──────── DATA TO USE ────────

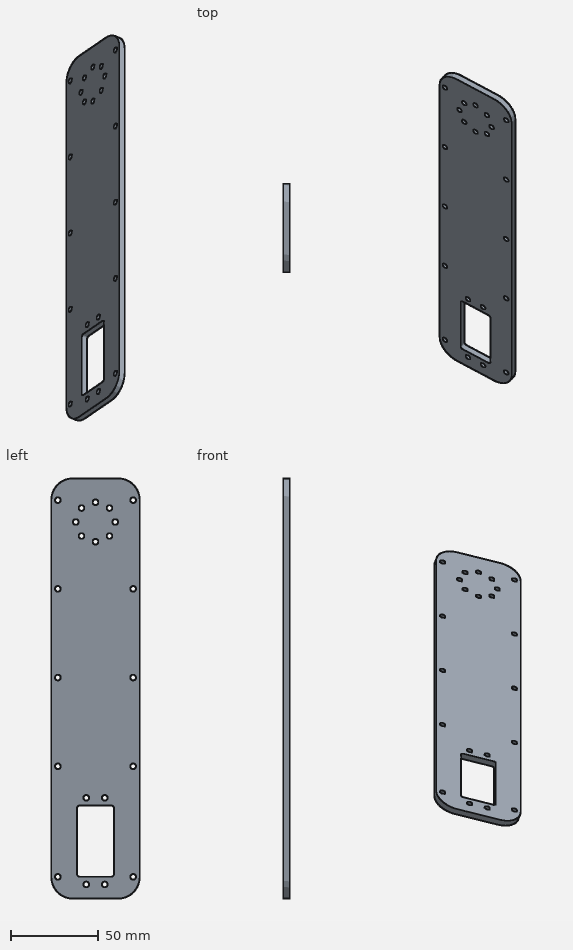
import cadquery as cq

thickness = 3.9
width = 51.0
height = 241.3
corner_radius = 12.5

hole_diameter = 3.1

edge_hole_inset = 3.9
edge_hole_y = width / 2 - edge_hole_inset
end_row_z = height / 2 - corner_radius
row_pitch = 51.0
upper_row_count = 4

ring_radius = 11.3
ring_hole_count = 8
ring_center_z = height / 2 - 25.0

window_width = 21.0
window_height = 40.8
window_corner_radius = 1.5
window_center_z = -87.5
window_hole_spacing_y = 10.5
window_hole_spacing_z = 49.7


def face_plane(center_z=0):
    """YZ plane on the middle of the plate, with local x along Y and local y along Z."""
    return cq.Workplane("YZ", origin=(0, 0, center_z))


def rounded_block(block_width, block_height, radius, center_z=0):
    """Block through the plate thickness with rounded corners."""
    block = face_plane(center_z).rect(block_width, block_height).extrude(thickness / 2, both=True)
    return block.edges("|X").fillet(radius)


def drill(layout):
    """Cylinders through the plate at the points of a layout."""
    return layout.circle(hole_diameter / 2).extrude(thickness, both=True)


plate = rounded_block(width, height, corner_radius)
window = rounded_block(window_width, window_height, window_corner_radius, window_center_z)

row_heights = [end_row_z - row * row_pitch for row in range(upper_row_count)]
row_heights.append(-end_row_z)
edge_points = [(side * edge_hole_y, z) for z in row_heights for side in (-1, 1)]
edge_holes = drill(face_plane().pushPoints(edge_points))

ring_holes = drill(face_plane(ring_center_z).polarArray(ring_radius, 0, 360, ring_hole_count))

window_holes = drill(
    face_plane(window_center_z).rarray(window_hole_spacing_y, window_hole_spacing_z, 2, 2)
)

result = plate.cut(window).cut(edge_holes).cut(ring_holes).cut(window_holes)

────────
──────── DATA TO USE ────────

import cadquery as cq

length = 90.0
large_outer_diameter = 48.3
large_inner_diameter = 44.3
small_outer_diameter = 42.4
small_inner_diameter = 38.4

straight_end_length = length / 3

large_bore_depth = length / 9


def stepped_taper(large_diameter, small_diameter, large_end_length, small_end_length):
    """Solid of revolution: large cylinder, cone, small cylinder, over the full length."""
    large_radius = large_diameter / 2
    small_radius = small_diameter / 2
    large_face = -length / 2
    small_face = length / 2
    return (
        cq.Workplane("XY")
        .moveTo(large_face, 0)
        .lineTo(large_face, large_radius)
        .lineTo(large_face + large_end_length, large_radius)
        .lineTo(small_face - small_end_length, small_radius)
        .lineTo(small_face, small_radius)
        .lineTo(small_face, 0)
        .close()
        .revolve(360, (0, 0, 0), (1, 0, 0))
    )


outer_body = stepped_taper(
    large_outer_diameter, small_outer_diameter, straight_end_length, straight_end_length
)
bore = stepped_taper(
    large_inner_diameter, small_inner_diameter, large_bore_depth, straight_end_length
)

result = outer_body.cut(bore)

────────

WORK ORDER =>
The answer is the lines above between the line holding "end_row_z = height / 2 - corner_radius" and the line holding "window_height, window_corner_radius, window_center_z)", inclusive, each written out exactly, and no others.

TASK OUTPUT =>
end_row_z = height / 2 - corner_radius
row_pitch = 51.0
upper_row_count = 4

ring_radius = 11.3
ring_hole_count = 8
ring_center_z = height / 2 - 25.0

window_width = 21.0
window_height = 40.8
window_corner_radius = 1.5
window_center_z = -87.5
window_hole_spacing_y = 10.5
window_hole_spacing_z = 49.7


def face_plane(center_z=0):
    """YZ plane on the middle of the plate, with local x along Y and local y along Z."""
    return cq.Workplane("YZ", origin=(0, 0, center_z))


def rounded_block(block_width, block_height, radius, center_z=0):
    """Block through the plate thickness with rounded corners."""
    block = face_plane(center_z).rect(block_width, block_height).extrude(thickness / 2, both=True)
    return block.edges("|X").fillet(radius)


def drill(layout):
    """Cylinders through the plate at the points of a layout."""
    return layout.circle(hole_diameter / 2).extrude(thickness, both=True)


plate = rounded_block(width, height, corner_radius)
window = rounded_block(window_width, window_height, window_corner_radius, window_center_z)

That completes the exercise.